Morgue Sokağı Cinayetleri ise saçma görülebilecek bir cinayeti çok zekice dokunuşlarla hayret verici bir hale getirmek konusunda yazarın ustalığını gösteriyor. Zaten çok meşhur olan bu öyküsünü okuduğunuz zaman, Poe’nun neden çağının çok ilerisinde kurgular yazdığına dair, olumlu ve olumsuz pek çok eleştiriye maruz kaldığını anlayabiliyorsunuz. Ayrıca, bu öyküde tanıştığımız, -Conan Doyle’un Sherlock Holmes’u yaratırken esinlendiğini saklamadığı- Auguste Dupin karakteri modern dünyanın, zeki dedektifler ve girift polisiye kurgu ile tanışması açısından çok önemli bir basamaktır. Elbette Holmes karakteri Dupin ile pek çok noktada ayrışmaktadır. Örneğin Dupin’deki olaylara metafiziksel olarak bakan açı, Holmes’da daha bilimsel bir çehreye bürünmektedir. Holmes etrafındaki nesnelere odaklanarak ve tetkik ederek kafasında bir davayı somut hale getirirken, Dupin düşünce okuyarak, tahminde bulunarak daha soyut araçlar kullanmayı tercih eder. Buna karşın, Dupin’in maceralarını okurken aklınıza kaçınılmaz bir şekilde Sherlock Holmes gelmektedir. Başka bir öyküye geçersek Kara Kedi adlı öyküde, insanlıktan caniliğe giden yolun kronolojik bir haritasını çıkararak; bugün iyi değerlere sahip olduğuna ve raydan hiç çıkmadan yaşam denen bu yolculuğu huzurlu bir şekilde nihayete erdireceğine inanan, güven dolu insanlığa “dur” demekte ve onların önüne değil, üstlerine duvar örmektedir. Zamanımızın en ilgi çeken dizilerinden biri olan “Following”in senaryosuna kadar sızan Edgar Allan Poe Kızıl Ölümün Maskesi ile selamlamaktadır, kendisini gücünün kapıları ardına kitleyenleri. Kitap boyunca bir tek Maelzel’in Satranç Oyuncusu için çekince koyuyorum. Kanaatimce final için daha güzel bir öykü seçilebilirdi. Zira epey uzun süren girizgahı ile öyküye tutunmakta zaman zaman zorlandığımı itiraf edebilirim. Son öykü dışında bütün öykülerden inanılmaz tat aldığımı bu ifadelerle az çok anlamış olmalısınız. Yekten bütün öykülerle ilgili söylenebilecek en önemli şey ise bütün öykülerin Poe’nun zekasının netliğini ve anlatıcılığının canlılığını yansıtıyor olmaları.

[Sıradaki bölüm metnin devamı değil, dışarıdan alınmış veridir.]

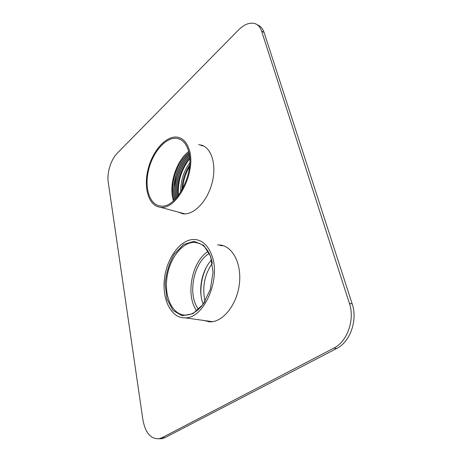 <?xml version="1.0" encoding="UTF-8"?>
<svg xmlns="http://www.w3.org/2000/svg" width="462" height="462" viewBox="0 0 462 462"><rect width="100%" height="100%" fill="white"/><g stroke="black" fill="none" stroke-linecap="round" stroke-linejoin="round"><path stroke-width="0.69" d="M189.726 158.709C181.318 169.583 177.535 181.861 178.39 195.542M189.784 162.838C183.472 171.621 180.463 181.404 180.746 192.192M188.756 148.458C186.429 142.088 182.837 138.357 177.968 137.266C166.713 134.892 152.824 150.254 148.152 168.936C143.289 187.589 148.562 205.977 160.112 207.207C177.004 210.938 197.476 170.103 188.756 148.458M189.663 165.153C184.725 172.794 182.149 181.15 181.941 190.228M189.709 158.351L183.472 167.573C178.754 177.021 176.934 186.504 178.009 196.021M188.918 152.679C184.823 155.89 181.335 160.314 178.459 165.945C181.399 160.308 184.892 155.931 188.946 152.795M174.983 199.405C170.686 185.47 177.662 163.063 189.16 153.881M175.912 198.452C172.459 184.864 178.834 164.536 189.38 155.215M176.877 197.389C174.238 184.286 179.989 166.02 189.559 156.664M177.882 196.183C176.022 183.726 181.104 167.539 189.697 158.247M175.098 199.295C170.905 185.395 177.812 163.248 189.189 154.042M176.034 198.325C172.678 184.788 178.985 164.72 189.403 155.394M176.998 197.245C174.463 184.217 180.128 166.21 189.582 156.855M178.459 165.945C172.626 177.997 171.159 189.443 174.047 200.294M188.64 151.524C175.935 161.019 168.347 185.868 173.493 200.791M187.982 149.324C185.736 143.156 182.259 139.553 177.552 138.502C166.713 136.232 153.326 151.022 148.822 169.04C144.132 187.029 149.22 204.741 160.331 205.942C176.628 209.552 196.367 170.212 187.982 149.324M211.781 255.243C221.229 278.921 204.002 318.618 185.239 317.844C171.038 318.503 161.694 299.018 164.541 278.049C167.146 257.074 181.162 238.583 194.866 239.501C202.414 240.194 208.05 245.438 211.781 255.243M210.62 256.37L213.028 272.158L210.326 289.437L203.061 304.371L192.914 313.733L182.126 315.737L172.903 310.349L166.932 298.978L165.159 283.963C166.17 273.002 169.213 263.04 174.284 254.071L183.593 244.513L194.086 241.314L203.771 245.414L210.62 256.37M212.225 262.497L210.77 257.097C207.305 247.938 202.038 243.047 194.976 242.423C182.288 241.609 169.288 258.737 166.88 278.199C164.253 297.655 172.932 315.662 186.059 315.101C192.925 314.645 199.139 310.25 204.706 301.911M196.76 310.834C185.181 295.385 191.811 261.284 208.131 251.403M203.188 304.129C197.713 290.765 201.68 270.183 211.625 259.898M209.28 253.505C193.514 262.098 187.075 295.264 198.614 309.274M257.184 24.7L258.073 25.191C260.863 26.403 262.861 28.823 264.073 32.438L261.59 31.087C260.377 27.46 258.379 25.04 255.596 23.828C250.288 21.962 244.589 24.007 238.513 29.972L117.233 153.251C110.967 159.442 106.774 172.898 108.235 182.045L142.92 419.883C145.351 432.923 150.756 439.2 159.142 438.727L162.081 437.681L333.83 348.129C347.337 341.614 355.053 319.606 349.399 303.361L261.59 31.087M349.399 303.361L352.188 303.915L264.073 32.438M352.188 303.915C357.859 320.102 350.167 342.007 336.671 348.487L333.83 348.129M162.081 437.681L164.922 437.664L336.671 348.487M164.922 437.664L161.983 438.704L158.818 438.784M205.723 320.732L209.02 321.864M223.464 245.744L220.178 245.576M180.394 212.653L182.554 213.733M203.482 145.952L201.189 145.617M177.806 211.96L183.067 213.802C193.821 215.269 207.513 201.137 212.145 182.733C216.909 164.345 211.244 147.026 200.641 144.97L198.643 144.698M202.968 320.345L210.557 321.875C223.568 321.627 237.254 303.984 239.432 283.506C241.765 263.034 232.172 245.645 219.542 244.958L217.492 244.935M205.076 301.311C201.998 287.503 204.423 274.792 212.341 263.184M201.051 295.611L201.016 295.189C200.369 285.262 202.206 275.854 206.526 266.978M182.738 188.796C183.218 180.925 185.481 173.591 189.518 166.794M172.592 191.395C172.401 182.721 174.347 174.255 178.43 165.997M178.725 165.419L179.464 164.062M174.919 199.474C171.009 185.25 177.847 163.386 189.143 153.788M175.872 198.493C172.765 184.685 179.013 164.836 189.368 155.157M176.865 197.401C174.532 184.147 180.151 166.303 189.559 156.641M173.758 187.999C174.261 179.135 176.831 170.79 181.462 162.953M175.04 188.08C175.572 179.441 178.078 171.287 182.559 163.617M176.317 188.155C176.871 179.741 179.32 171.783 183.657 164.287M184.962 213.883L160.112 207.207M180.475 139.547L177.552 138.502M173.758 188.057L176.351 174.157C177.662 169.843 180.521 164.339 181.537 162.832M175.034 188.132C175.19 179.949 179.048 169.121 182.634 163.496M176.311 188.201C176.496 180.209 180.33 169.525 183.726 164.166M212.503 321.691L185.239 317.844M199.607 243.514L194.976 242.423M222.228 245.605L219.542 244.958M161.983 438.704L159.142 438.727M203.188 145.888L200.641 144.97"/></g></svg>

Kitaba seçilen öyküler, Edgar Allan Poe’nun en bilinen öyküleri olmalarının yanında, aynı zamanda okuyucuyu çeşitli ortamlar içerisinde inanılmaz maceralara sürükleyebilecek şekilde seçilmiş olduğunu belli ediyor. Öykülerinin tamamında aynı yolu izlemese de büyük çoğunluğunda, okuyucuyu gerdiği, terlettiği, düşündürdüğü ve getirdiği sonda okuyucuyu kendi hayal gücüyle baş başa bıraktığı, ilk izlenimde yarım kalmış gibi algılanabilecek; ancak tamamlanması öykünün bünyesine hakaret teşkil edebilecek harikalar vücuda getirmiş olması bile Poe’nun ne kadar büyük bir yazar olduğunu göstermektedir. Yazarlığı ve şairliğinin görkemine rağmen, ne yazık ki Poe’nun yaşamı kalemi kadar görkemli ve heyecan verici olamamıştır. Trajik ve kısa hayatına tam bir romanı sığdıracak kadar bile zamanı bulamayan Poe’nun günümüzde Amerikan edebiyatının en seçkin yazarlarından biri olarak görüldüğü günümüzle, epeyce eleştirildiği ve hatta Amerikalı pek çok meslektaşı tarafından aşağılandığı, buna karşın Avrupalı meslektaşları tarafından hayran olunan geçmişi arasındaki fark da tıpkı kaleminin görkemi ile yaşamının sefaleti arasındaki uçurumu andırmaktadır. Yazarın büyük farklılıklar içeren geçmişi ve geleceği, hayalleri ve gerçekleri belki de onu Edgar Allan Poe yapan yegane unsurdur. Korku, gerilim, dedektiflik öyküleri sevip de Edgar Allan Poe ile tanışmamış okuyucunun eksik kalacağına inanmaktayım. Can Yayınlarının yeni yayınlamış olduğu ve pek özenli bir şekilde hazırlanmış olan Poe’nun seçme öyküleri kesinlikle kendisiyle tanışmanız, eğer çok önceden beri tanışıyorsanız, kendisi ile ilgili okuma hafızanızı tazelemeniz için inanılmaz bir fırsat. O yüzden muhakkak temin etmenizi ve okumanızı tavsiye ediyorum.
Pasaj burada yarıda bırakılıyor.